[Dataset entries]
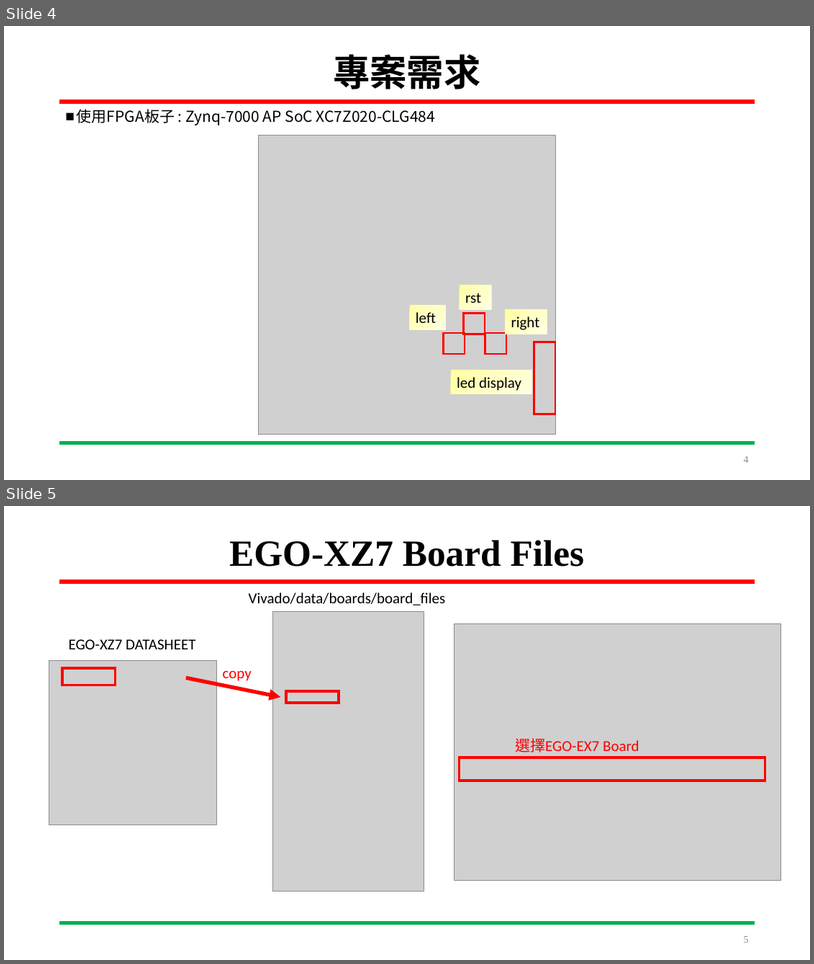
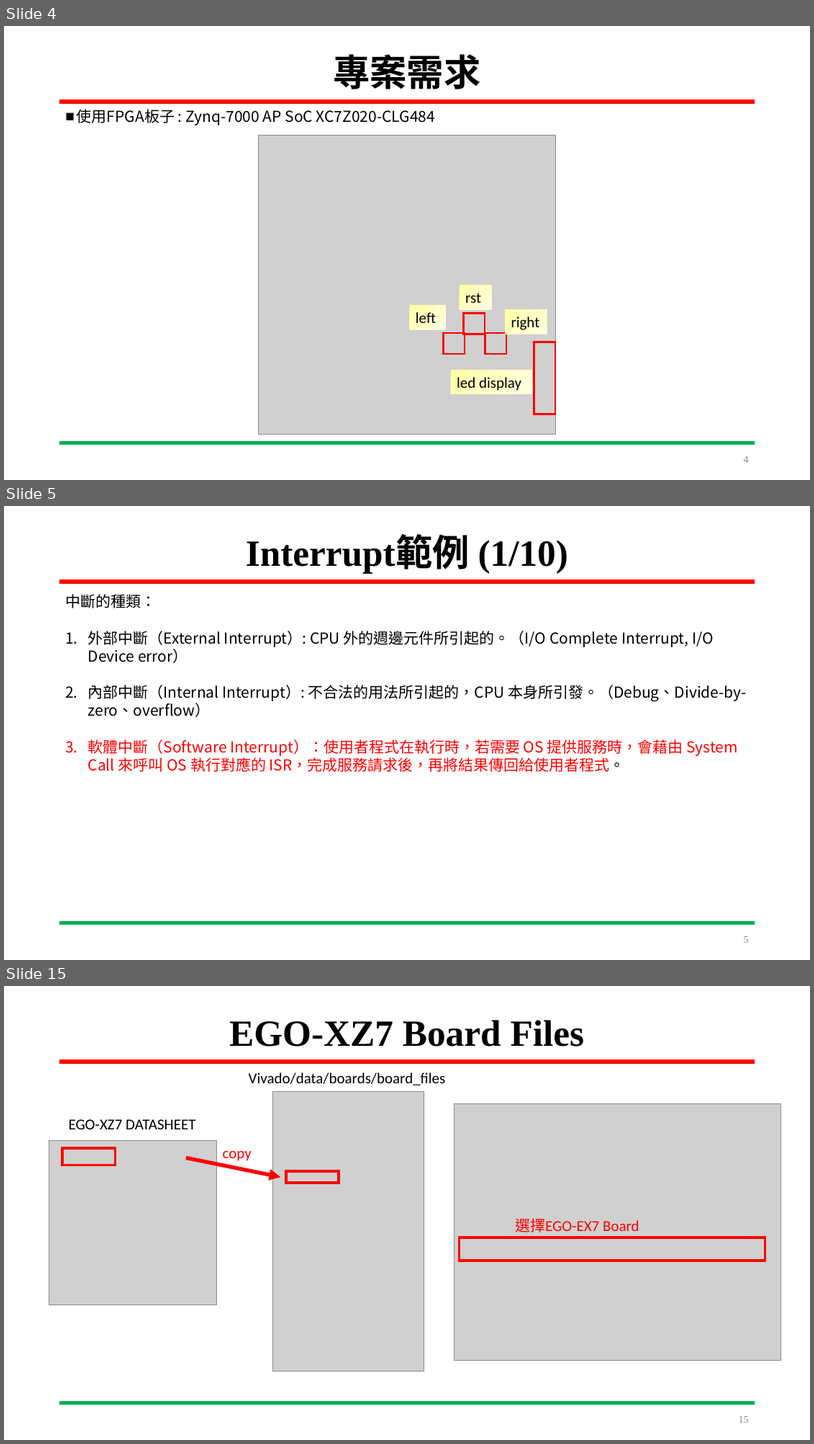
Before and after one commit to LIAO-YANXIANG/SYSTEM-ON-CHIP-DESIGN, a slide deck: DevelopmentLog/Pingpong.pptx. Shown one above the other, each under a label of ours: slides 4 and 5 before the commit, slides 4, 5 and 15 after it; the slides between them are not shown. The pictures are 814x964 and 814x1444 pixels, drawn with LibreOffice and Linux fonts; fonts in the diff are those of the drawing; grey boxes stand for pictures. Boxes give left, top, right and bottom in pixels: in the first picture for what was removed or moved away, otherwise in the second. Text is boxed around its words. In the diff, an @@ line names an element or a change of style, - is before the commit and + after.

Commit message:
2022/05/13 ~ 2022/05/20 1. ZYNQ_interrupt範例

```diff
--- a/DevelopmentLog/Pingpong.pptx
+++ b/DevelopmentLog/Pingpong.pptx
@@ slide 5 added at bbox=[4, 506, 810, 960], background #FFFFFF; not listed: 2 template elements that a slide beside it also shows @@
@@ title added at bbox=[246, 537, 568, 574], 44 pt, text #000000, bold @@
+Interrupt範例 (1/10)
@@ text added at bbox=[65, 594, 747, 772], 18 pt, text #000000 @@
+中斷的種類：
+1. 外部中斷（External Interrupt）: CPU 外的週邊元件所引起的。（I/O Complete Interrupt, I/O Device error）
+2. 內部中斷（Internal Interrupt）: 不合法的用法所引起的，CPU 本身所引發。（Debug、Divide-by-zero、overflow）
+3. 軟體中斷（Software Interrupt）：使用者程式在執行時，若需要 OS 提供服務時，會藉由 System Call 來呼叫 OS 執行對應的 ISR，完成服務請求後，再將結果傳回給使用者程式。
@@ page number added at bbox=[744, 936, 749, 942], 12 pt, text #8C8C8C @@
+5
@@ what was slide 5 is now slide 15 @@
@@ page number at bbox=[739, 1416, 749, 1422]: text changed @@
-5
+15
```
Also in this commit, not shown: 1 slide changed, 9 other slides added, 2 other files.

# TASK:
What is needed is every line of the data above, set down exactly but with the images left out.

# ANSWER SECTION:
Before and after one commit to LIAO-YANXIANG/SYSTEM-ON-CHIP-DESIGN, a slide deck: DevelopmentLog/Pingpong.pptx. Shown one above the other, each under a label of ours: slides 4 and 5 before the commit, slides 4, 5 and 15 after it; the slides between them are not shown. The pictures are 814x964 and 814x1444 pixels, drawn with LibreOffice and Linux fonts; fonts in the diff are those of the drawing; grey boxes stand for pictures. Boxes give left, top, right and bottom in pixels: in the first picture for what was removed or moved away, otherwise in the second. Text is boxed around its words. In the diff, an @@ line names an element or a change of style, - is before the commit and + after.

Commit message:
2022/05/13 ~ 2022/05/20 1. ZYNQ_interrupt範例

```diff
--- a/DevelopmentLog/Pingpong.pptx
+++ b/DevelopmentLog/Pingpong.pptx
@@ slide 5 added at bbox=[4, 506, 810, 960], background #FFFFFF; not listed: 2 template elements that a slide beside it also shows @@
@@ title added at bbox=[246, 537, 568, 574], 44 pt, text #000000, bold @@
+Interrupt範例 (1/10)
@@ text added at bbox=[65, 594, 747, 772], 18 pt, text #000000 @@
+中斷的種類：
+1. 外部中斷（External Interrupt）: CPU 外的週邊元件所引起的。（I/O Complete Interrupt, I/O Device error）
+2. 內部中斷（Internal Interrupt）: 不合法的用法所引起的，CPU 本身所引發。（Debug、Divide-by-zero、overflow）
+3. 軟體中斷（Software Interrupt）：使用者程式在執行時，若需要 OS 提供服務時，會藉由 System Call 來呼叫 OS 執行對應的 ISR，完成服務請求後，再將結果傳回給使用者程式。
@@ page number added at bbox=[744, 936, 749, 942], 12 pt, text #8C8C8C @@
+5
@@ what was slide 5 is now slide 15 @@
@@ page number at bbox=[739, 1416, 749, 1422]: text changed @@
-5
+15
```
Also in this commit, not shown: 1 slide changed, 9 other slides added, 2 other files.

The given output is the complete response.